ローソンは受賞歴ある蒸留所のハイボールと、税込130円からの低価格サワーを同時に展開します。発売は4月21日から順次、全国約14,000店の酒類取り扱い店舗で実施されます。高価格帯は「嘉之助」や「コンパスボックス」を活用します。低価格帯は「明日のサワー」や「ゼロサワー」を並走させます。売場拡大も伴う本施策は、何を変えるのでしょうか。
受賞ウイスキー採用の高付加価値と、平均価格以下の低価格で需要を取り込む新ラインアップ
高付加価値の核はハイボールです。税込660円の「嘉之助 シングルモルトハイボール350ml」と、税込618円の「コンパスボックス オーチャードハウスハイボール350ml」を発売します。嘉之助は世界規模の品評会で3年連続ゴールドを受賞したシングルモルトを採用します。コンパスボックスは専門誌で多数の受賞歴があるブレンデッドモルトを用います。店頭では高付加価値の酒類売場を従来の約2倍に拡大します。4月28日には「嘉之助 シングルモルト200ml(税込2,970円)」をローソン先行で投入します。

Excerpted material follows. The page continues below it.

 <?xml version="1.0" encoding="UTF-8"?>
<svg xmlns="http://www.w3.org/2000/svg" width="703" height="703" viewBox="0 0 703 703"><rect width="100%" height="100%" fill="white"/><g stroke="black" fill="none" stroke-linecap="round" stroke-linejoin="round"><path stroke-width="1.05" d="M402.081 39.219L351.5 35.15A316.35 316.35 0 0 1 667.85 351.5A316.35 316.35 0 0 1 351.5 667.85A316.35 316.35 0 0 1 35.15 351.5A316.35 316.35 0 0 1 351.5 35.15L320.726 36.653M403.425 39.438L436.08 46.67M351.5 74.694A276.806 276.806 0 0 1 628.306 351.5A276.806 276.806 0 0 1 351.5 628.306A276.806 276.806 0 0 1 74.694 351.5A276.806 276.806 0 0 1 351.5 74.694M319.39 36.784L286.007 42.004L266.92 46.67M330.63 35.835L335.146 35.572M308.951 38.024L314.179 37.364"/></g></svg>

低価格帯は平均価格以下でそろえます。ローソンの洋酒・酎ハイ平均価格は350mlが約170円、500mlが約220円です。ここに対して「サントリー 明日のサワー 無糖レモン350ml(税込130円)」「同500ml(税込185円)」「アセロラ350ml(税込130円)」「同500ml(税込185円)」「ダブルグレープフルーツ350ml(税込130円)」「同500ml(税込185円)」を4月21日に発売します。糖類ゼロとプリン体ゼロ、クエン酸配合で、ポップなパッケージに設計します。ゼロサワーシリーズも継続し、4月28日に「サンガリア ゼロサワーラムネ350ml(税込114円)」「同500ml(税込150円)」、5月26日に「ゼロサワー塩と梅350ml(税込114円)」「同500ml(税込150円)」を加えます。
導入背景には需要の二極化があります。ローソンは2024年以降、高付加価値のハイボールとジンカクテルを強化しました。2024年発売の「バスカーハイボール」は発売3日で定番のトップ売れ筋を上回り、カテゴリー1位となりました。2025年9月発売「ザ・ラディ・ハイボール」は税込600円ながら初日の販売高が酒類全体で1位となりました。その結果、2025年の洋酒・酎ハイ売上は前年比約1割増となり、酒全体も前年を上回りました。一方で物価高の中、価格志向も強まっています。そこで通年の低価格帯として「明日のサワー」6品を留め型で用意します。
販売スケジュールは明確です。4月21日から順次、全国の酒類取り扱いローソンで計13品を展開します。高価格帯では「嘉之助 シングルモルトハイボール350ml(税込660円)」と「コンパスボックス オーチャードハウスハイボール350ml(税込618円)」を起点に、4月28日に「嘉之助 シングルモルト200ml(税込2,970円)」を追加します。低価格帯は4月21日に「明日のサワー」3フレーバーの350mlと500ml、4月28日にゼロサワーラムネ、5月26日にゼロサワー塩と梅を順次発売します。店舗は「ローソンストア100」を除き、約14,000店が対象です。
商品特徴は明確です。嘉之助ハイボールは芳醇な香りと奥行きある味わいを炭酸の爽快感で広げます。コンパスボックスのハイボールはフルーティーで軽快な味わいが特徴です。明日のサワーは無糖レモン、アセロラ、ダブルグレープフルーツの構成で、糖類ゼロとプリン体ゼロを基準に設計します。ゼロサワーはラムネ、塩と梅で、すっきりとした飲み心地を訴求します。食品表示基準に基づき、100mlあたり0.5g未満を糖類ゼロ、0.5mg未満をプリン体ゼロと定義します。
受賞歴ウイスキーの訴求と売場の2倍拡大は、高単価の選択肢を常態化させる打ち手です。平均価格以下の明日のサワー通年化は、物価高局面での来店頻度維持に寄与しやすい構成です。